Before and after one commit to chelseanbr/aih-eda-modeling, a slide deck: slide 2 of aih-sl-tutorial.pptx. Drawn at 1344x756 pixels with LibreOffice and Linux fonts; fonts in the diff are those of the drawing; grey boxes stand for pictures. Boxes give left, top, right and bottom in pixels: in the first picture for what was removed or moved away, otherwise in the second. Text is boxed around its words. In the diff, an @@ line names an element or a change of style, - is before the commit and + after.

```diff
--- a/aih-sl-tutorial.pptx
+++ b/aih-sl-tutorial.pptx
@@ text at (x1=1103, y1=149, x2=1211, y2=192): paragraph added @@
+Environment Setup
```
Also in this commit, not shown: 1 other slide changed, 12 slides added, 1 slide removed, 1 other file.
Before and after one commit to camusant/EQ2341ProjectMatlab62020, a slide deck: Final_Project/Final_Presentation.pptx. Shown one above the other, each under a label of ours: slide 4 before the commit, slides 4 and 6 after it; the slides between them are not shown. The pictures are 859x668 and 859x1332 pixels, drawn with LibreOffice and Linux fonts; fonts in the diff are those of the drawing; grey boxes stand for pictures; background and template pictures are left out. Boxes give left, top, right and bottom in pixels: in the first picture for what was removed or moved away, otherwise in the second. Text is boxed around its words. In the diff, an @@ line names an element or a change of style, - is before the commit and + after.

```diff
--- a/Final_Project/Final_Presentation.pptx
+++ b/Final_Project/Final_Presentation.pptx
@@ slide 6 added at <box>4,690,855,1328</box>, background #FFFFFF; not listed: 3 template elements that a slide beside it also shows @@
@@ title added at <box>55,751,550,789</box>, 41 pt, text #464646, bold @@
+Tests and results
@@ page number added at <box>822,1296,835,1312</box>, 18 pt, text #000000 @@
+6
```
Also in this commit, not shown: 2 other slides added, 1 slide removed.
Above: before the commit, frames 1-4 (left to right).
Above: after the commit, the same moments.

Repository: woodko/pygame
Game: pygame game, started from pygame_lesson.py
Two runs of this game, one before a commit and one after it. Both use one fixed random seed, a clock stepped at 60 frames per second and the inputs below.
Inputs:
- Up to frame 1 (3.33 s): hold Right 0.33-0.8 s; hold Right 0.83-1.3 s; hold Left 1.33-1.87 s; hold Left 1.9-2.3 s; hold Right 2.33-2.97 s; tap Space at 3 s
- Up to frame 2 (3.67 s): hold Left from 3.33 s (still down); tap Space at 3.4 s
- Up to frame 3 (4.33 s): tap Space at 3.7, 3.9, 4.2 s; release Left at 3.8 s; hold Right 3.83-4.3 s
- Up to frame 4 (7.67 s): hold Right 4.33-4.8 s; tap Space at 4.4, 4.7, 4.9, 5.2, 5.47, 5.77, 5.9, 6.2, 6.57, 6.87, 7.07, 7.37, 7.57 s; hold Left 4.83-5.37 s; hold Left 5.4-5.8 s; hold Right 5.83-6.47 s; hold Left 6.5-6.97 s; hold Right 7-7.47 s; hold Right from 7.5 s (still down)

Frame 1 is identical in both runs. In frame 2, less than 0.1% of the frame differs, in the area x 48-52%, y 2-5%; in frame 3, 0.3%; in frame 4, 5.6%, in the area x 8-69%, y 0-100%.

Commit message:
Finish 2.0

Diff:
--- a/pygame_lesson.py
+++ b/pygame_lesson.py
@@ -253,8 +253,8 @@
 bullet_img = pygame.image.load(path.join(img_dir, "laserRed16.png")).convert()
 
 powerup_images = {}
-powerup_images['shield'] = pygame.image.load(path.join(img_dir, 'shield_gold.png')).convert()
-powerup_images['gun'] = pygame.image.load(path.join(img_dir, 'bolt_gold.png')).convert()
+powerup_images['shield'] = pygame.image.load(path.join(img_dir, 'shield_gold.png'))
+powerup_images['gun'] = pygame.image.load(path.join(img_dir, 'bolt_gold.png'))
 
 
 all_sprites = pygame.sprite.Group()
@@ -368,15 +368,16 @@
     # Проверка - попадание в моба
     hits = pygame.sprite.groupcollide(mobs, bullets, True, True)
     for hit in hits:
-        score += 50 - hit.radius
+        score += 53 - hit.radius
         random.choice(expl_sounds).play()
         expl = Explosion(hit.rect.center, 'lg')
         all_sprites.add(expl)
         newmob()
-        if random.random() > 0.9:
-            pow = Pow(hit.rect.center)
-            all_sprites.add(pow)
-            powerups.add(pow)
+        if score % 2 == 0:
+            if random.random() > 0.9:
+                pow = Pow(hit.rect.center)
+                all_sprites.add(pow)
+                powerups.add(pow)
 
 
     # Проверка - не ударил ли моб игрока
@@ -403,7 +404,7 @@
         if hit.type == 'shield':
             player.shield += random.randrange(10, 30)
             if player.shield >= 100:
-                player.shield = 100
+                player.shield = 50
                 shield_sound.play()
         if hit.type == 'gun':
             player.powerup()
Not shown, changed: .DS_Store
####################
# ASSIGNMENT:
Copy each line in the listing where "hold" appears.

# ANSWER SECTION:
- Up to frame 1 (3.33 s): hold Right 0.33-0.8 s; hold Right 0.83-1.3 s; hold Left 1.33-1.87 s; hold Left 1.9-2.3 s; hold Right 2.33-2.97 s; tap Space at 3 s
- Up to frame 2 (3.67 s): hold Left from 3.33 s (still down); tap Space at 3.4 s
- Up to frame 3 (4.33 s): tap Space at 3.7, 3.9, 4.2 s; release Left at 3.8 s; hold Right 3.83-4.3 s
- Up to frame 4 (7.67 s): hold Right 4.33-4.8 s; tap Space at 4.4, 4.7, 4.9, 5.2, 5.47, 5.77, 5.9, 6.2, 6.57, 6.87, 7.07, 7.37, 7.57 s; hold Left 4.83-5.37 s; hold Left 5.4-5.8 s; hold Right 5.83-6.47 s; hold Left 6.5-6.97 s; hold Right 7-7.47 s; hold Right from 7.5 s (still down)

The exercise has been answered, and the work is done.